Monday, August 20, 2007

Acceptance

So, it's been 5 days since I last reported any news and I don't know if that's a good thing or a bad thing. But it is a 'thing' nonetheless.

So, how is Nancy doing? That depends on who you ask and when you ask. If you ask me or one of the kids, we will tell you that she is doing quite well the last couple of days. I won't deny that the last IP Taxol treatment hasn't been tough on her, because it has. She's been in some pain and discomfort from the neuropathy and the general, overall horrible feeling from the cumulative effect of all the treatments.

It gets a little old and tiring on her. She admitted tonight that if she didn't have an excellent prognosis she probably wouldn't want to go through what she's gone through this past week any longer. And I can't say I blame her either to be honest.

However, I am grateful that it's something we don't have to consider. She will finish her treatments. She may try and tell Dr. Leuchter that she won't. But he'll give her that fatherly gin, put his hand on her shoulder and she'll turn into silly putty in seconds and she will go on. The alternative is just not an option right now...

So, to get back to the original question, how is Nancy?

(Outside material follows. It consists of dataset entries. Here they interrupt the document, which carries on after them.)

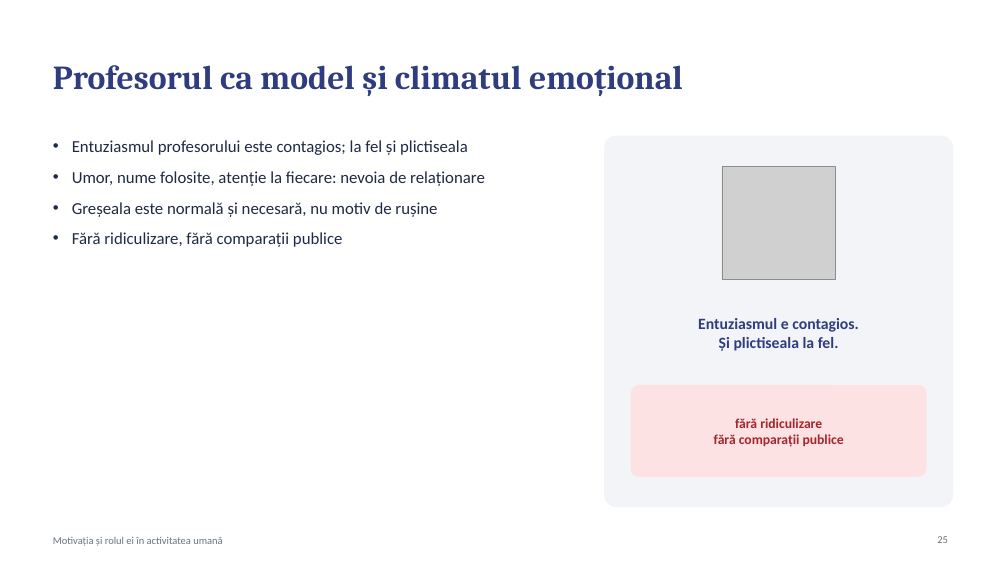
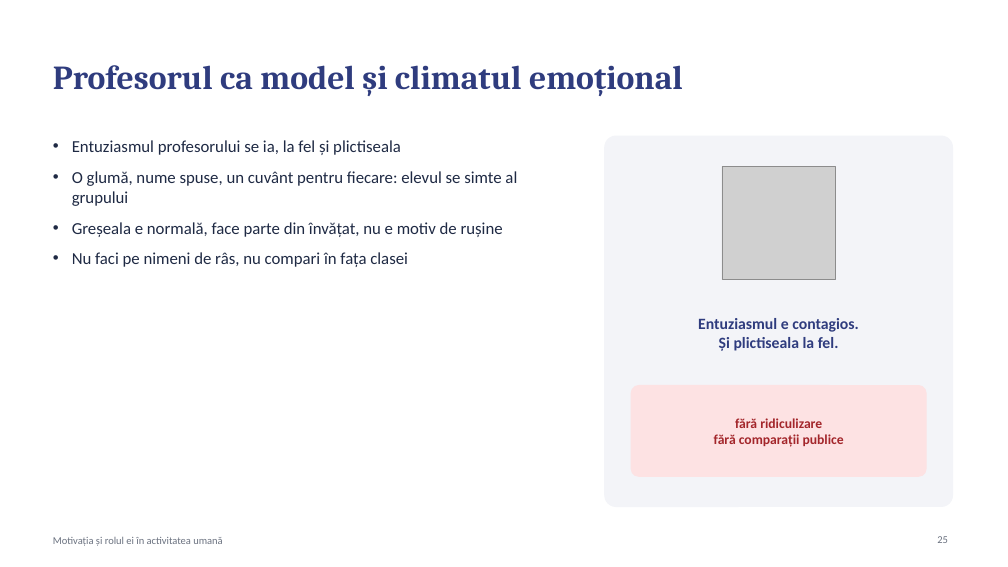
Before and after one commit to uskatu/aplicatie-autorulate, a slide deck: slide 25 of transfer/Motivatia_Proiect_Grupa5104.pptx. Drawn at 1008x567 pixels with LibreOffice and Linux fonts; fonts in the diff are those of the drawing; grey boxes stand for pictures. Boxes give left, top, right and bottom in pixels: in the first picture for what was removed or moved away, otherwise in the second. Text is boxed around its words. In the diff, an @@ line names an element or a change of style, - is before the commit and + after.

```diff
--- a/transfer/Motivatia_Proiect_Grupa5104.pptx
+++ b/transfer/Motivatia_Proiect_Grupa5104.pptx
@@ text at [72, 140, 517, 267]: text changed @@
-• Entuziasmul profesorului este contagios; la fel și plictiseala
-• Umor, nume folosite, atenție la fiecare: nevoia de relaționare
-• Greșeala este normală și necesară, nu motiv de rușine
-• Fără ridiculizare, fără comparații publice
+• Entuziasmul profesorului se ia, la fel și plictiseala
+• O glumă, nume spuse, un cuvânt pentru fiecare: elevul se simte al grupului
+• Greșeala e normală, face parte din învățat, nu e motiv de rușine
+• Nu faci pe nimeni de râs, nu compari în fața clasei
```
Also in this commit, not shown: 20 other slides changed, 1 other file.
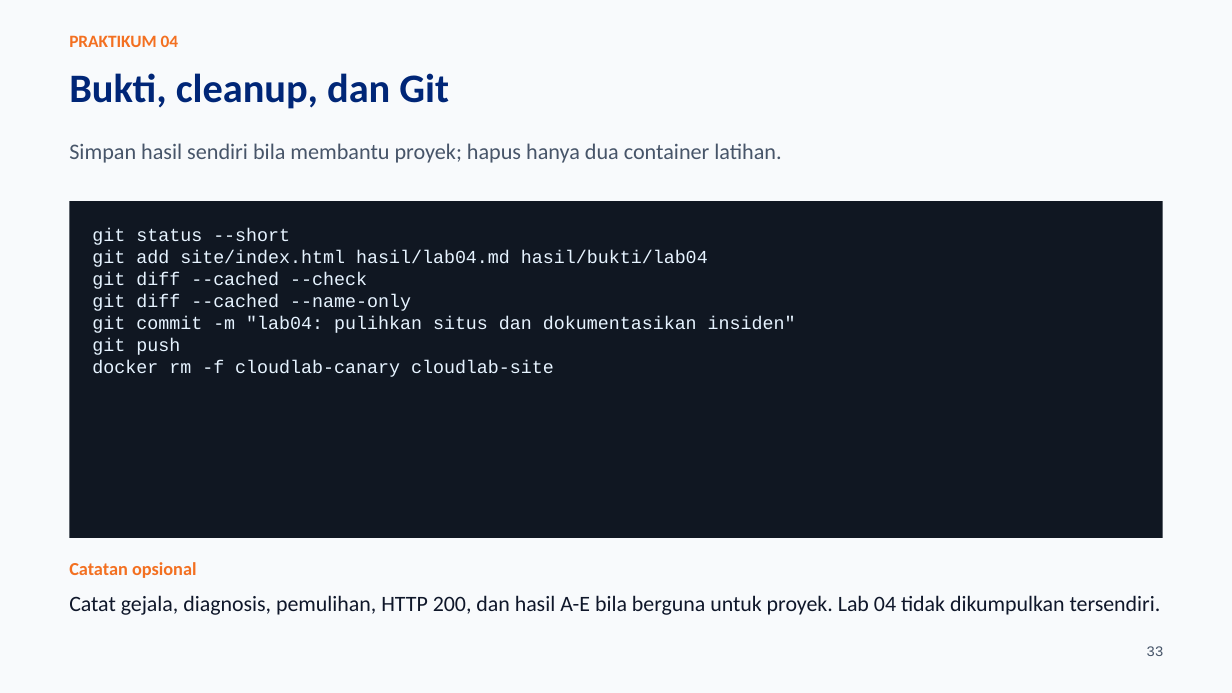
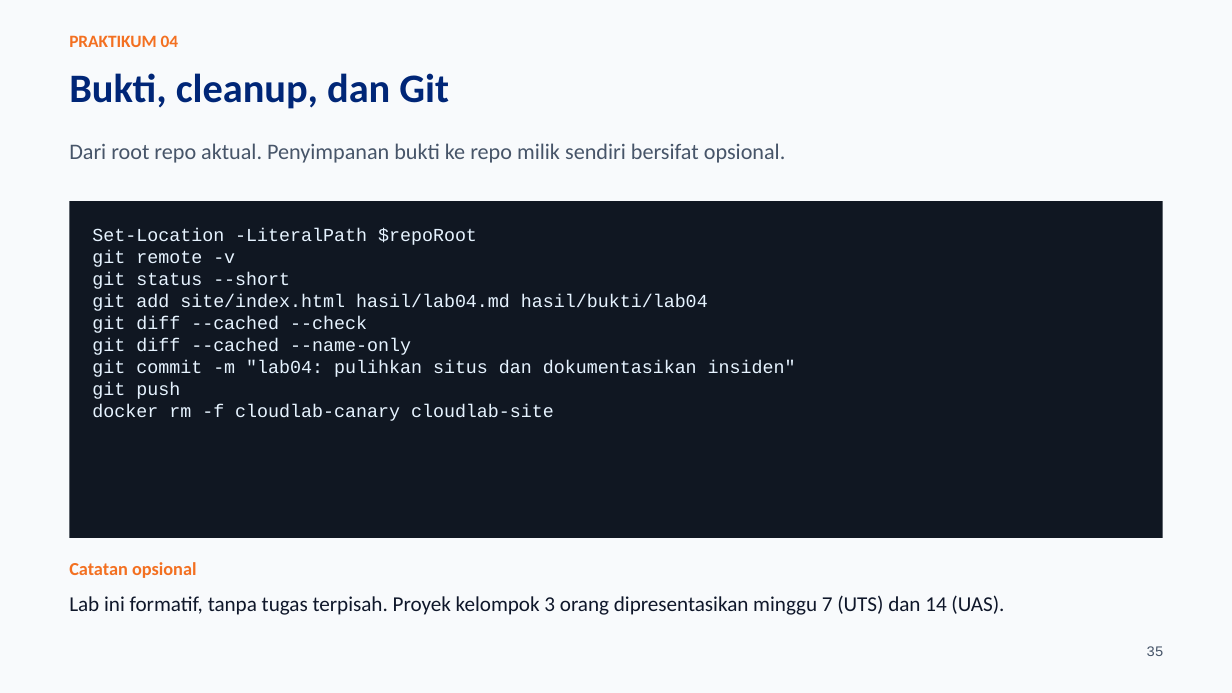
Before and after one commit to SeedFlora/meet4CloudService, a slide deck: slide 35 of slides/LAB04_Docker_Lifecycle_Praktikum.pptx (slide 33 before the commit). Drawn at 1232x693 pixels with LibreOffice and Linux fonts; fonts in the diff are those of the drawing. Boxes give left, top, right and bottom in pixels: in the first picture for what was removed or moved away, otherwise in the second. Text is boxed around its words. In the diff, an @@ line names an element or a change of style, - is before the commit and + after.

Commit message:
Fix Lab 04 mounts for any clone location; update guides, evidence and slides

```diff
--- a/slides/LAB04_Docker_Lifecycle_Praktikum.pptx
+++ b/slides/LAB04_Docker_Lifecycle_Praktikum.pptx
@@ text at (69, 143, 786, 163): text changed @@
-Simpan hasil sendiri bila membantu proyek; hapus hanya dua container latihan.
+Dari root repo aktual. Penyimpanan bukti ke repo milik sendiri bersifat opsional.
@@ text at (92, 228, 477, 267): paragraphs added @@
+Set-Location -LiteralPath $repoRoot
+git remote -v
@@ text at (69, 595, 1004, 615): text changed; size 17.1 to 16.5 pt @@
-Catat gejala, diagnosis, pemulihan, HTTP 200, dan hasil A-E bila berguna untuk proyek. Lab 04 tidak dikumpulkan tersendiri.
+Lab ini formatif, tanpa tugas terpisah. Proyek kelompok 3 orang dipresentasikan minggu 7 (UTS) dan 14 (UAS).
@@ text at (1146, 646, 1163, 656): text changed @@
-33
+35
```
Also in this commit, not shown: 21 other slides changed, 2 slides added, 7 other files.

If you ask Nancy how Nancy is doing, you might get an "okay" or a "not bad." Being in the funk of chemo, it's hard to tell - it's that chemo relativity thing again. I think it's because she wants to feel, or at least is expecting to feel like she used to feel. And that ain't happenin' right now...

But more than just the yucky stuff and the pain and the discomfort, acceptance of the disease and her condition would make it easier to swallow. She even admitted to that tonight on the way home after a little spiritual hiking in Sherman Oaks...

"And acceptance is the answer to all my problems today. When I am disturbed, it is because I find some person, place, thing or situation -- some fact of my life -- unacceptable to me, and I can find no serenity until I accept that person, place, thing or situation as being exactly the way it is supposed to be at this moment.

"Nothing, absolutely nothing happens in God's world by mistake. I need to concentrate not so much on what needs to be changed in the world as on what needs to be changed in me and in my attitudes."

And we think that applies to the cancer as well...

xoxo

1 comment:

Melanie said...

Love you guys. I think we should all get tshirts made that say
"Team Wren-Kasky" and wear them the day chemo's done.